About this task
Repeat the stretch of entries below from the line with "connector.union(disc(core_diameter, collar_end, end_ring_end))" through the line with "row_spacing = (cage_height". Include both ends and add nothing.

=== Section Start ===

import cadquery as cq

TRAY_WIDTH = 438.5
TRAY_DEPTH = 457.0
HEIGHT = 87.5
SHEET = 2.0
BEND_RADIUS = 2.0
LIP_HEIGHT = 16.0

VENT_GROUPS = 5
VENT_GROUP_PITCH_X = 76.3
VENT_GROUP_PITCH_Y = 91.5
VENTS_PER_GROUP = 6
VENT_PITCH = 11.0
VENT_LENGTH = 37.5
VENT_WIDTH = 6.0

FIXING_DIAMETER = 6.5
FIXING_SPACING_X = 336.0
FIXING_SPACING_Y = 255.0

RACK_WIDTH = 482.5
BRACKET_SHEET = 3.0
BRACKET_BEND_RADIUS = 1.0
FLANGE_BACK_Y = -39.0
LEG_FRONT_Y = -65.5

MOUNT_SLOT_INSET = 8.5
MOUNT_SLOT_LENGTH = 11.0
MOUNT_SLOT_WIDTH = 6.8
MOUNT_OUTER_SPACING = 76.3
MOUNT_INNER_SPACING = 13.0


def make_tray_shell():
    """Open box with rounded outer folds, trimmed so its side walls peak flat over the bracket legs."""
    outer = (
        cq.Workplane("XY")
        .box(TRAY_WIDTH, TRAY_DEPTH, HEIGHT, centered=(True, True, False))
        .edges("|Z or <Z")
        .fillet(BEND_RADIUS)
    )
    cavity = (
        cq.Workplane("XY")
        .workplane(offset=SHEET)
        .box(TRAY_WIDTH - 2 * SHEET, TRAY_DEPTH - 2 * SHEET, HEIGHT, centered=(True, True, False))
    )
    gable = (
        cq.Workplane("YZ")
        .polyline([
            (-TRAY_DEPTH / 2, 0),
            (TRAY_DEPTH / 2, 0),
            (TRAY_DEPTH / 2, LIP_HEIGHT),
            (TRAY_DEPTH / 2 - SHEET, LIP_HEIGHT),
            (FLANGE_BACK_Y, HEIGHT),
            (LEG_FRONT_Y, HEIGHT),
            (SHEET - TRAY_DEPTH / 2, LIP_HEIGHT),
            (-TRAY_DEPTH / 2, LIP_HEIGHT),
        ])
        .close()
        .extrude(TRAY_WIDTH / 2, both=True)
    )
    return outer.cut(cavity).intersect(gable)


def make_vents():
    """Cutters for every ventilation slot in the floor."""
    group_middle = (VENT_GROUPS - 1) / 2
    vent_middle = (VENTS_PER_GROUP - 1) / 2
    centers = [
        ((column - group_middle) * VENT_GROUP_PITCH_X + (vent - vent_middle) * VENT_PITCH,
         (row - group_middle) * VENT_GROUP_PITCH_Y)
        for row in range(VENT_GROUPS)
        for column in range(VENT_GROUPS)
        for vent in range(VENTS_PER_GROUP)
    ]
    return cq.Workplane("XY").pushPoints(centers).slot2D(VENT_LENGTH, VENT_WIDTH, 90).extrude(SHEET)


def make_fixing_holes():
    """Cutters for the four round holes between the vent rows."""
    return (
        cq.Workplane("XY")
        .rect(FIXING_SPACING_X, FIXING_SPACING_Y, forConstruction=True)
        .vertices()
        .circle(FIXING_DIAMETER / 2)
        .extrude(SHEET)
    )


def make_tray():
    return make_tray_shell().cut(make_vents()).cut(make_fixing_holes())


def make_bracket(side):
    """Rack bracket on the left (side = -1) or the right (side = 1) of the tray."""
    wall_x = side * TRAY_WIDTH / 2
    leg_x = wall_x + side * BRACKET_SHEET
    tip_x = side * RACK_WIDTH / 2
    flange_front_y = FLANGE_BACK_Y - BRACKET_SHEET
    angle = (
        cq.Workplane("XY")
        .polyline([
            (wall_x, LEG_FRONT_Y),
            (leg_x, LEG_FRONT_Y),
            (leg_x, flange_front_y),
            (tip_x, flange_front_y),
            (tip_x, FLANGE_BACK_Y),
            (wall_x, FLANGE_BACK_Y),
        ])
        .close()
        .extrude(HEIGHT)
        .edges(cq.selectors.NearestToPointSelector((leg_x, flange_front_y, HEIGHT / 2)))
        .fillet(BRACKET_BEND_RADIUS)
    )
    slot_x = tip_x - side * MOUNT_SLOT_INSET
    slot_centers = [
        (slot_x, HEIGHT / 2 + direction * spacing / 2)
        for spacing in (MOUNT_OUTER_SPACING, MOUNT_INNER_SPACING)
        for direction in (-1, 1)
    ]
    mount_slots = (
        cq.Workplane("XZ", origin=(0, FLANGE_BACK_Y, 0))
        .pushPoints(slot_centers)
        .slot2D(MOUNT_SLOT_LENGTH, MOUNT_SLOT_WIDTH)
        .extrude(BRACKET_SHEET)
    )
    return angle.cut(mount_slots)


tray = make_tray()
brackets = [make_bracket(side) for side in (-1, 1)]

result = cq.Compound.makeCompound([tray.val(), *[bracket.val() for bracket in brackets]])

=== Section End ===
=== Section Start ===

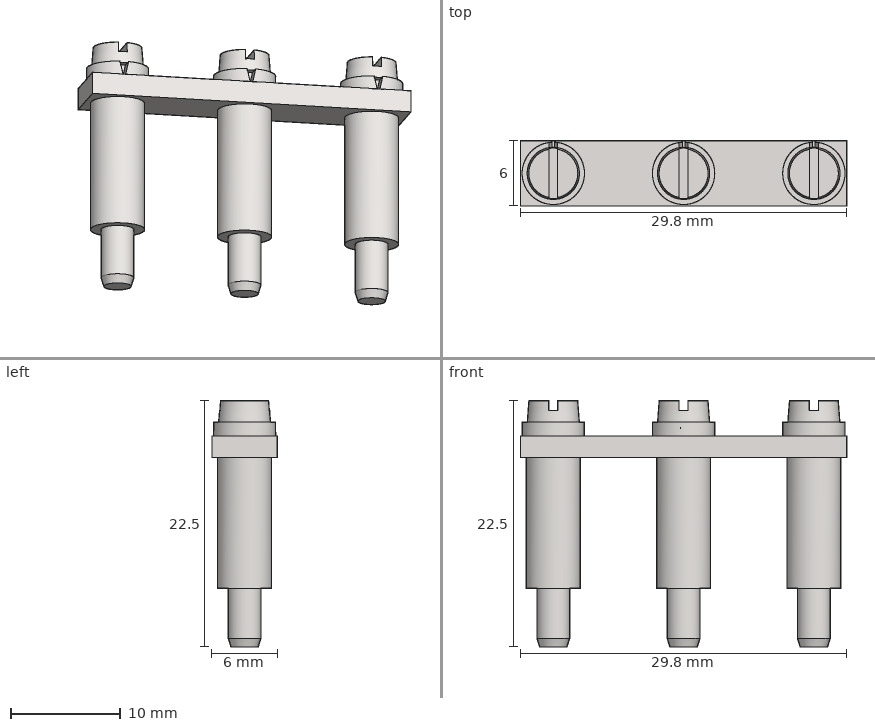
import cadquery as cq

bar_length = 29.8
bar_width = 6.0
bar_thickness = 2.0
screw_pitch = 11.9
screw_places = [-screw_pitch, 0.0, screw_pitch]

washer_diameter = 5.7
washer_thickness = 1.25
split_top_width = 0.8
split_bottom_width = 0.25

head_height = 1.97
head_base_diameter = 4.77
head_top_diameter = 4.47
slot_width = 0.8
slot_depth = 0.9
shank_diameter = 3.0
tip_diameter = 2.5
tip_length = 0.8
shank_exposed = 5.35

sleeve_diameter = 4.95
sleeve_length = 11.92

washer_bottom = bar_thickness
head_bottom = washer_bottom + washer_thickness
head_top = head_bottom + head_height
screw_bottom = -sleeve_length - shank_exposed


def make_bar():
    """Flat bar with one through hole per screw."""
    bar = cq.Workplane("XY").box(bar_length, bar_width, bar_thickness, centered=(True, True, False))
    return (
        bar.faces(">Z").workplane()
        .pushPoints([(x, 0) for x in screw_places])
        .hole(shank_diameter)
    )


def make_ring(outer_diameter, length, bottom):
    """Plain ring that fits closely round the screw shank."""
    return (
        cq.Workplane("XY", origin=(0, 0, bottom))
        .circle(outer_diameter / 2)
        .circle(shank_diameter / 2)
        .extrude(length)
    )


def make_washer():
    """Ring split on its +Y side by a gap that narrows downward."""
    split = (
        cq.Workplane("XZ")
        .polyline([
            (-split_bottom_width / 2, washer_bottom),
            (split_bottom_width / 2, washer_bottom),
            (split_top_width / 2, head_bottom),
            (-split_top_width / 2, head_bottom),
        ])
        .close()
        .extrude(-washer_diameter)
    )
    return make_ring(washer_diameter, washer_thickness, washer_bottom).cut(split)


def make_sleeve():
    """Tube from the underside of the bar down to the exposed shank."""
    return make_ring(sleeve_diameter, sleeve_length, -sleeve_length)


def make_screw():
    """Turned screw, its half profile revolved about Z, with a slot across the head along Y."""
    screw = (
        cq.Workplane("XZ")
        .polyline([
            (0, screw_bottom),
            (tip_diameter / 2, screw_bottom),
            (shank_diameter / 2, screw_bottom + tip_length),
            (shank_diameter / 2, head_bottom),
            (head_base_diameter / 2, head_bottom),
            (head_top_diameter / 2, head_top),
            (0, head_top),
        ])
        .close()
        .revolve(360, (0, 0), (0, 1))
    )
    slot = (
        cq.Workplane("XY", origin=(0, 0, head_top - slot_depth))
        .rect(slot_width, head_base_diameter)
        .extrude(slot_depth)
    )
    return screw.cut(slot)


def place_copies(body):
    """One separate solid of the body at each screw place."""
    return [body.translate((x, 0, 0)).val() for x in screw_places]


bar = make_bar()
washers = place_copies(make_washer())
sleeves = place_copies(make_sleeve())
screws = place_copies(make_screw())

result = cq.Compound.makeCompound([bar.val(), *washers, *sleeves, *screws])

=== Section End ===
=== Section Start ===

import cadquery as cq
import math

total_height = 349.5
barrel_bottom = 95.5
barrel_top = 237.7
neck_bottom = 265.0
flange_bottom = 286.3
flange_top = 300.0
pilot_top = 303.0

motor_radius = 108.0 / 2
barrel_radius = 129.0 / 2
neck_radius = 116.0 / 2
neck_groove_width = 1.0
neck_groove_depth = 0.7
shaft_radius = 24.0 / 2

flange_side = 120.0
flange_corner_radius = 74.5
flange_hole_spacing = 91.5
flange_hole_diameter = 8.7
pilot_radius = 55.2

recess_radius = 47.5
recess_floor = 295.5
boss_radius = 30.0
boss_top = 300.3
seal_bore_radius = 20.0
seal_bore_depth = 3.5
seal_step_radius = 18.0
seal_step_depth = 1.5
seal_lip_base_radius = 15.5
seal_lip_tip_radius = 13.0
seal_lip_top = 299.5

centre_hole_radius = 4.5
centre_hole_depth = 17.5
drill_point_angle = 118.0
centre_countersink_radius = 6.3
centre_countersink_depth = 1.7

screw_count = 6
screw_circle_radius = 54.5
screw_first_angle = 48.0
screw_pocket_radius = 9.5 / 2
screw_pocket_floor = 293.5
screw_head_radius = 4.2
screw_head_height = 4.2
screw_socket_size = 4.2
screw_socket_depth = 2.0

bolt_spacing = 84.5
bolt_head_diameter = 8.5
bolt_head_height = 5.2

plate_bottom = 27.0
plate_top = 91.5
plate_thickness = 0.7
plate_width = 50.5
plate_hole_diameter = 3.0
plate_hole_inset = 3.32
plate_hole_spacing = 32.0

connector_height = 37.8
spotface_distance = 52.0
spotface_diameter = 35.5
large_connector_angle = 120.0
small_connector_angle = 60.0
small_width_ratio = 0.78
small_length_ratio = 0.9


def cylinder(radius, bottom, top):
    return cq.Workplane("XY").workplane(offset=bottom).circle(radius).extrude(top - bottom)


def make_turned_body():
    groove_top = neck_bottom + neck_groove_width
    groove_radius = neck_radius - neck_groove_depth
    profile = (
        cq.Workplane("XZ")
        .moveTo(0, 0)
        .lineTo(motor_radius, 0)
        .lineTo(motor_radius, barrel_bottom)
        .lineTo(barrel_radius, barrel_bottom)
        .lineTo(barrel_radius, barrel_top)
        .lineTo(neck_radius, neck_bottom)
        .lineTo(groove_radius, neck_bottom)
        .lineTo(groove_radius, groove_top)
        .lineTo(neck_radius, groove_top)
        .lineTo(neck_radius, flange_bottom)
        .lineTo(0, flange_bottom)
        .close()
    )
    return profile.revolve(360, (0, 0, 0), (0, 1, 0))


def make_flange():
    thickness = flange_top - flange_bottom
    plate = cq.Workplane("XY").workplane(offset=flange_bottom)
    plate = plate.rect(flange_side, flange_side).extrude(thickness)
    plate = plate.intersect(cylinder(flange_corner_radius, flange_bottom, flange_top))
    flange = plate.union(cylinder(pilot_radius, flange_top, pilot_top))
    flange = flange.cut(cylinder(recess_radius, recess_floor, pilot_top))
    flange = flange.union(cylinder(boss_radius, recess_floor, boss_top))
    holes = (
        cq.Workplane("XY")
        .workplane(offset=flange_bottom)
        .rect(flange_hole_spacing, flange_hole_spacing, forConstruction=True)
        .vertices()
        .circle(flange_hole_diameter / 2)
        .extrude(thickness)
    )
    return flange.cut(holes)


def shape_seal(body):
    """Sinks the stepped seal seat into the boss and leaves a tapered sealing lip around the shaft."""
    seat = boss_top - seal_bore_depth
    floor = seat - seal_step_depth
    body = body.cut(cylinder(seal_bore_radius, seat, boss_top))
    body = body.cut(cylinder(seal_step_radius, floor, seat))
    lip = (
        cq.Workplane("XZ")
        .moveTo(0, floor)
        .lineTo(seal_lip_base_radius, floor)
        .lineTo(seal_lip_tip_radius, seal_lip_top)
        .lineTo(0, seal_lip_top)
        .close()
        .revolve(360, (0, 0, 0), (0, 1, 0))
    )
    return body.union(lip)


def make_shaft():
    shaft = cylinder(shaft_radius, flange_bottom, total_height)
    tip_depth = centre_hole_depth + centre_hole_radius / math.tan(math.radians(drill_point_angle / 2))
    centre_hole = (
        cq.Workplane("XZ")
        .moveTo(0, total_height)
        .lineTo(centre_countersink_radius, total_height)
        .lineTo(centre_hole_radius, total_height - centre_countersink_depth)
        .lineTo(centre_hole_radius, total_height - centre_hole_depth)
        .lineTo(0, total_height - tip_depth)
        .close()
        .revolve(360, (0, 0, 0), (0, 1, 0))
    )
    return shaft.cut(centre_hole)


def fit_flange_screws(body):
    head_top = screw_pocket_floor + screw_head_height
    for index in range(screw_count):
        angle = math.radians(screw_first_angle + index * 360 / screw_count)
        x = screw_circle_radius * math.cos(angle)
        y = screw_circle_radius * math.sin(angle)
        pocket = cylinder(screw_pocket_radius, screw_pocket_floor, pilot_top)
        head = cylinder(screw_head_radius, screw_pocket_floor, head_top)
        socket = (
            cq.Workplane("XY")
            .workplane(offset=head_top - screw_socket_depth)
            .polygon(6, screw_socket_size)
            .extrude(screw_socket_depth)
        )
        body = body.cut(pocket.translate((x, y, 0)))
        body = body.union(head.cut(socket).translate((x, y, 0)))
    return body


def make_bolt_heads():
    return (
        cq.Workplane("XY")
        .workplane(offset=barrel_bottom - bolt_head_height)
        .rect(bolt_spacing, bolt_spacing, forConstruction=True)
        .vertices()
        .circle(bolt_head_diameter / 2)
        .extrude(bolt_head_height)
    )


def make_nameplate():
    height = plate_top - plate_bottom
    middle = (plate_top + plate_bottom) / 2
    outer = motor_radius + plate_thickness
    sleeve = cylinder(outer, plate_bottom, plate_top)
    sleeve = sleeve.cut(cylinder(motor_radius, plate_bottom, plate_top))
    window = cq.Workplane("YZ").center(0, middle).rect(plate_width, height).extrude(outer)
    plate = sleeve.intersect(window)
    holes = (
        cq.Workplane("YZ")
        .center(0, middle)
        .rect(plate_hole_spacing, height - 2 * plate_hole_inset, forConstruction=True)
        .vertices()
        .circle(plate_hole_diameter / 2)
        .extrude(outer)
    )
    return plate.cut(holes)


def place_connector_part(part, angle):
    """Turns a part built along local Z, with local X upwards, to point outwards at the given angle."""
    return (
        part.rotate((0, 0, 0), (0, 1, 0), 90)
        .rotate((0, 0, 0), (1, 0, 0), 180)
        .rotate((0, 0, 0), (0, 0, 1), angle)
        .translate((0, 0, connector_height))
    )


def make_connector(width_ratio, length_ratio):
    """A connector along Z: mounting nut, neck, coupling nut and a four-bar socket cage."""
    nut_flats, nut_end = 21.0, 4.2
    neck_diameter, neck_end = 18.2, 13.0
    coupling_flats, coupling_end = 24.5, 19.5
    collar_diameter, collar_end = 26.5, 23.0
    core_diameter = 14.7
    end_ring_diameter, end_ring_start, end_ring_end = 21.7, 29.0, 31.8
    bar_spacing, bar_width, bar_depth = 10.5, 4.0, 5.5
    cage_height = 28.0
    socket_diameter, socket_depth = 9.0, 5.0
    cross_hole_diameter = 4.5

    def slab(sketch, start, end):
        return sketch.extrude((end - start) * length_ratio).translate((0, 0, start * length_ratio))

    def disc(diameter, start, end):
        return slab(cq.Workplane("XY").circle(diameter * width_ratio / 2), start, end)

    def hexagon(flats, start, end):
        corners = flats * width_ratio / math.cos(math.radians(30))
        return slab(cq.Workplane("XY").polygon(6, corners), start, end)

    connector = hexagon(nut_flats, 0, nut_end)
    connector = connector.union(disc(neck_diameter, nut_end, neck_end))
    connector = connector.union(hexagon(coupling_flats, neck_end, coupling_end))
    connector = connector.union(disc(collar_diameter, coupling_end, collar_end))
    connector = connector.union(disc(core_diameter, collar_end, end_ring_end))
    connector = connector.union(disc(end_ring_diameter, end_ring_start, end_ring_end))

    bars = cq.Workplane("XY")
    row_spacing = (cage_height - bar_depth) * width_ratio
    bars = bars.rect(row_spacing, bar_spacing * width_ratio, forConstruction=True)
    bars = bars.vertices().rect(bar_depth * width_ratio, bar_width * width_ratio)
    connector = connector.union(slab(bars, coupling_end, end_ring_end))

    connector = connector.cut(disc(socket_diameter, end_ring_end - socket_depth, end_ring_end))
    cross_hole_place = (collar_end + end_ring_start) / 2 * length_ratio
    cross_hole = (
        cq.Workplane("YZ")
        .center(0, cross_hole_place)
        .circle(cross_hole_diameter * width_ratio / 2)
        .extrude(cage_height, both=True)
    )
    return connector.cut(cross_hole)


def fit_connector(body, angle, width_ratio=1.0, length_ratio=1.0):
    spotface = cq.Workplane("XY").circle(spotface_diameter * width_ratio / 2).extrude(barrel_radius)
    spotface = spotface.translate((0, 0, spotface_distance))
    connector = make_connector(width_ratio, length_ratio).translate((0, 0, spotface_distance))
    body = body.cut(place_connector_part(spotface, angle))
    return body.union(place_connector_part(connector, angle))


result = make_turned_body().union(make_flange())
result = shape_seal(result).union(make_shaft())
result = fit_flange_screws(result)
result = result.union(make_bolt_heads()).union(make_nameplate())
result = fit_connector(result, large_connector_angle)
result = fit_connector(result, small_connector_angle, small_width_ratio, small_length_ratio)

=== Section End ===

Response to this exercise
    connector = connector.union(disc(core_diameter, collar_end, end_ring_end))
    connector = connector.union(disc(end_ring_diameter, end_ring_start, end_ring_end))

    bars = cq.Workplane("XY")
    row_spacing = (cage_height - bar_depth) * width_ratio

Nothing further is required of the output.